▶ Requirement:
Go over the data and copy out each line with "rectangle" in it.

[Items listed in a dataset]
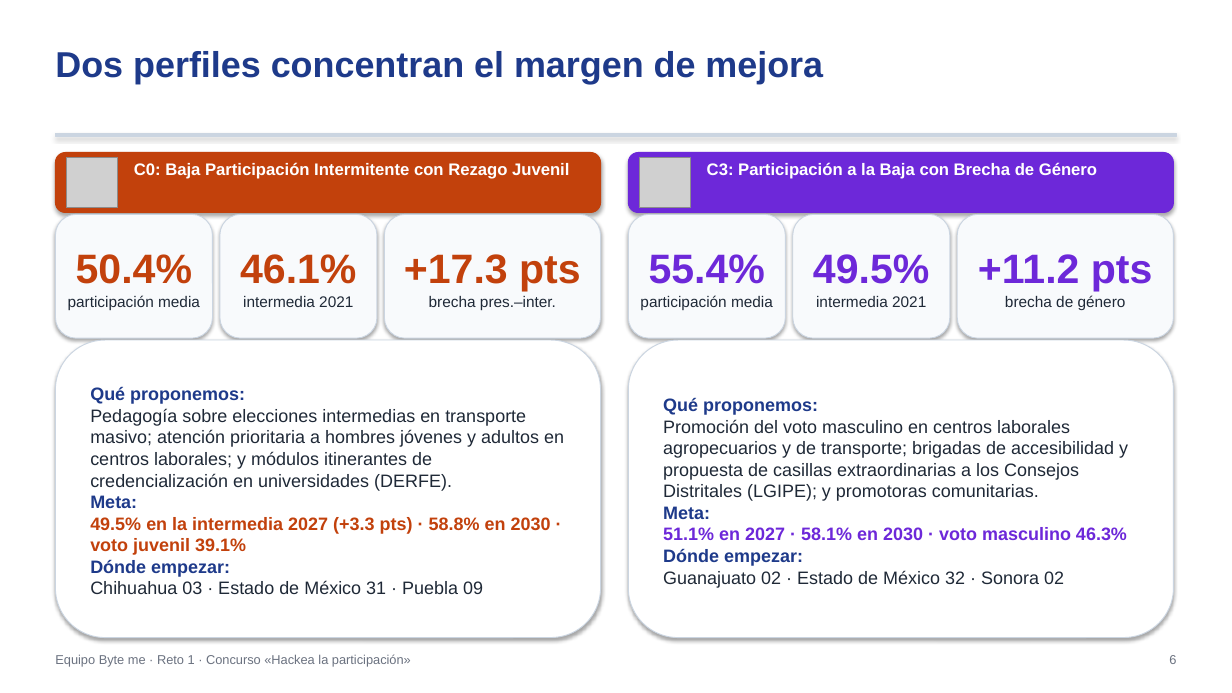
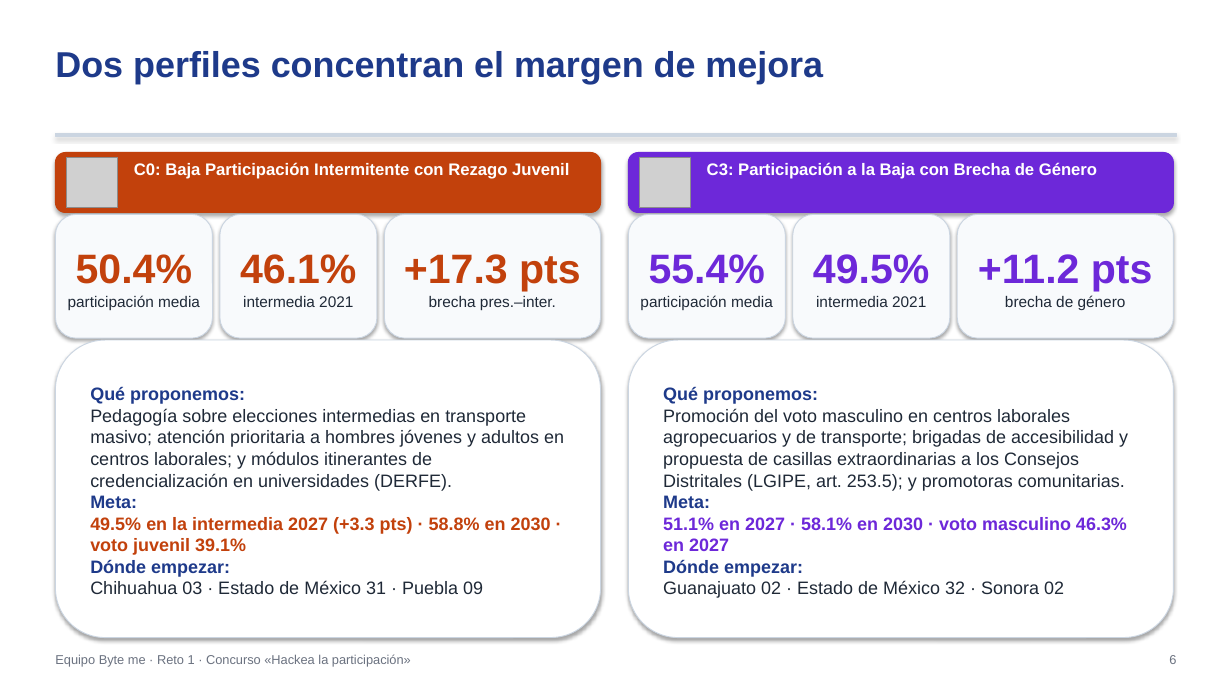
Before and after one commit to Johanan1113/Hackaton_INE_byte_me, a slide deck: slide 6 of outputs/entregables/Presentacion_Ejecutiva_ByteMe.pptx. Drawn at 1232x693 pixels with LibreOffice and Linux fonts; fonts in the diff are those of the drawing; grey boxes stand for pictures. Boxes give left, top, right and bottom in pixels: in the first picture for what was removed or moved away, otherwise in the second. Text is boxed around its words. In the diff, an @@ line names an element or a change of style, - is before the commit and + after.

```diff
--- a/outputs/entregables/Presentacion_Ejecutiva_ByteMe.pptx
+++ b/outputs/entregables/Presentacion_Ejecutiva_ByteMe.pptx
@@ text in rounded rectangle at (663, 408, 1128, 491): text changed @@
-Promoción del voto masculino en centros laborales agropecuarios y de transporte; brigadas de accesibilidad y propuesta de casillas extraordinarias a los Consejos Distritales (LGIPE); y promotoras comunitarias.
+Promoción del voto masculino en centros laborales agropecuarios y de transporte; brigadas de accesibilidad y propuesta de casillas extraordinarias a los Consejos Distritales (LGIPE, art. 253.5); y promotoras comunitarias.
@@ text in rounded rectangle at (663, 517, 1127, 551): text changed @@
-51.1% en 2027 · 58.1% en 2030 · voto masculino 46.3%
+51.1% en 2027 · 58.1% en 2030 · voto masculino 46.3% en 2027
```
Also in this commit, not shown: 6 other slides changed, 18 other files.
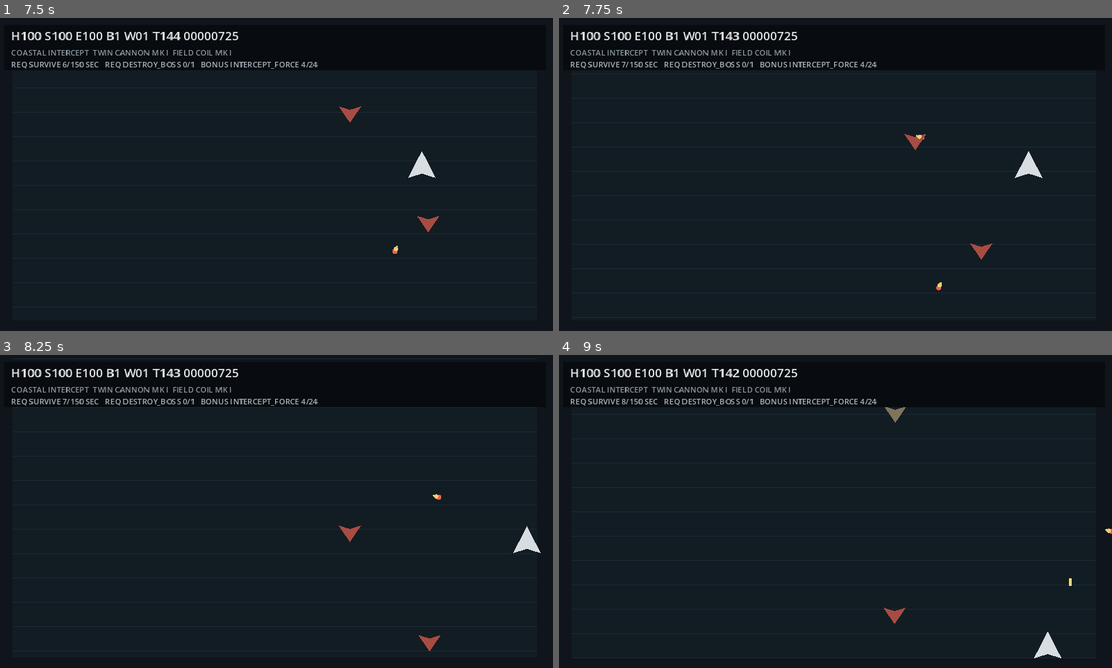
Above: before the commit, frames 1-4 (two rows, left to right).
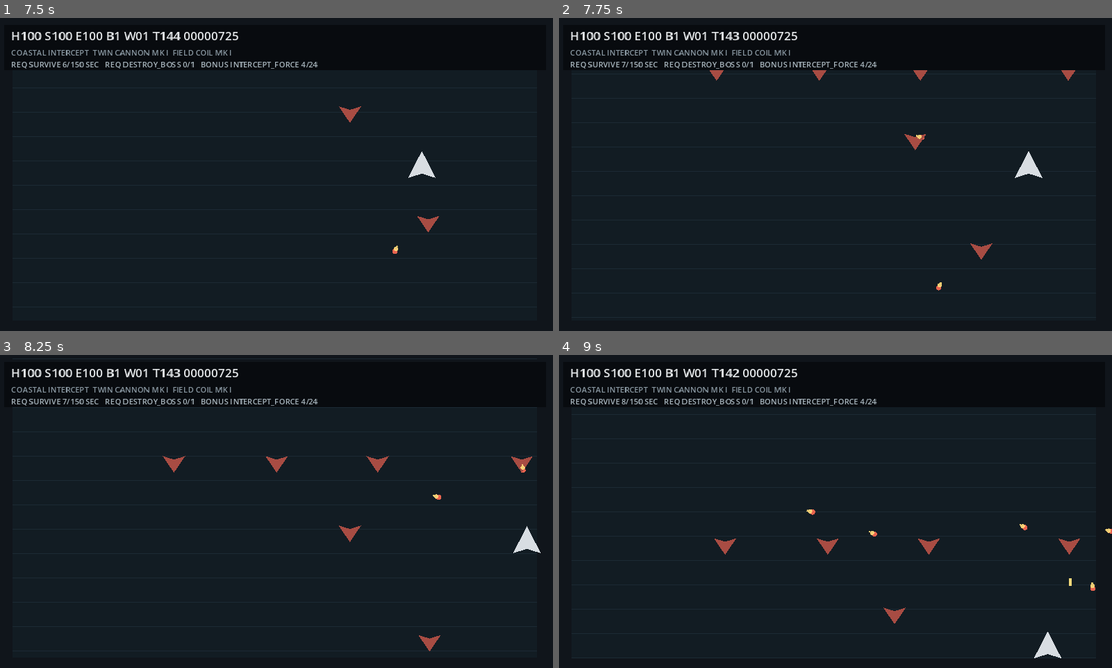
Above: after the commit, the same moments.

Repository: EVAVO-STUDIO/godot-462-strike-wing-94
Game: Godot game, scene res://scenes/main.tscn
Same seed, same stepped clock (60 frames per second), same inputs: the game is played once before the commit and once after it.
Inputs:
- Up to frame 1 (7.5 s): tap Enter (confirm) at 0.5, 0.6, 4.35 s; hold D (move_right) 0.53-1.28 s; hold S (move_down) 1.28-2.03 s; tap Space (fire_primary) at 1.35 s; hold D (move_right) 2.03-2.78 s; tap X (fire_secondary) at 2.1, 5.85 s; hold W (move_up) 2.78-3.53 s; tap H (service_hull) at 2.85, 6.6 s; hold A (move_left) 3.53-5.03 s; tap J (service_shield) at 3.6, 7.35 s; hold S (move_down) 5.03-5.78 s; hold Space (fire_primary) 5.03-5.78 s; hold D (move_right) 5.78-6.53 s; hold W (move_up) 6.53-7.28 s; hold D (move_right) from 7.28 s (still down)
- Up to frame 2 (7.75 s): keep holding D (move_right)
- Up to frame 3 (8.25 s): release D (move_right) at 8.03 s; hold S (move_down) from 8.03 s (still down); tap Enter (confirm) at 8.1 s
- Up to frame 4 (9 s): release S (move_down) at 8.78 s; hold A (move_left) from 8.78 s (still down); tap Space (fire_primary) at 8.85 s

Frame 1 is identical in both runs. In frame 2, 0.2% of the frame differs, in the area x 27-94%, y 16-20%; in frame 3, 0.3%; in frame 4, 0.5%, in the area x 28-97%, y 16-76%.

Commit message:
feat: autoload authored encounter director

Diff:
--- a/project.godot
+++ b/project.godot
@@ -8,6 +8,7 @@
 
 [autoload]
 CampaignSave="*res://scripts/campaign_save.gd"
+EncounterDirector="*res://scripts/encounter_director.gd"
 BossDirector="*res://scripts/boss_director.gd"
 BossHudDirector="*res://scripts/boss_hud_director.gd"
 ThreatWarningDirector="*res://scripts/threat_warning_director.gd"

▶ Response:
@@ text in rounded rectangle at (663, 408, 1128, 491): text changed @@
@@ text in rounded rectangle at (663, 517, 1127, 551): text changed @@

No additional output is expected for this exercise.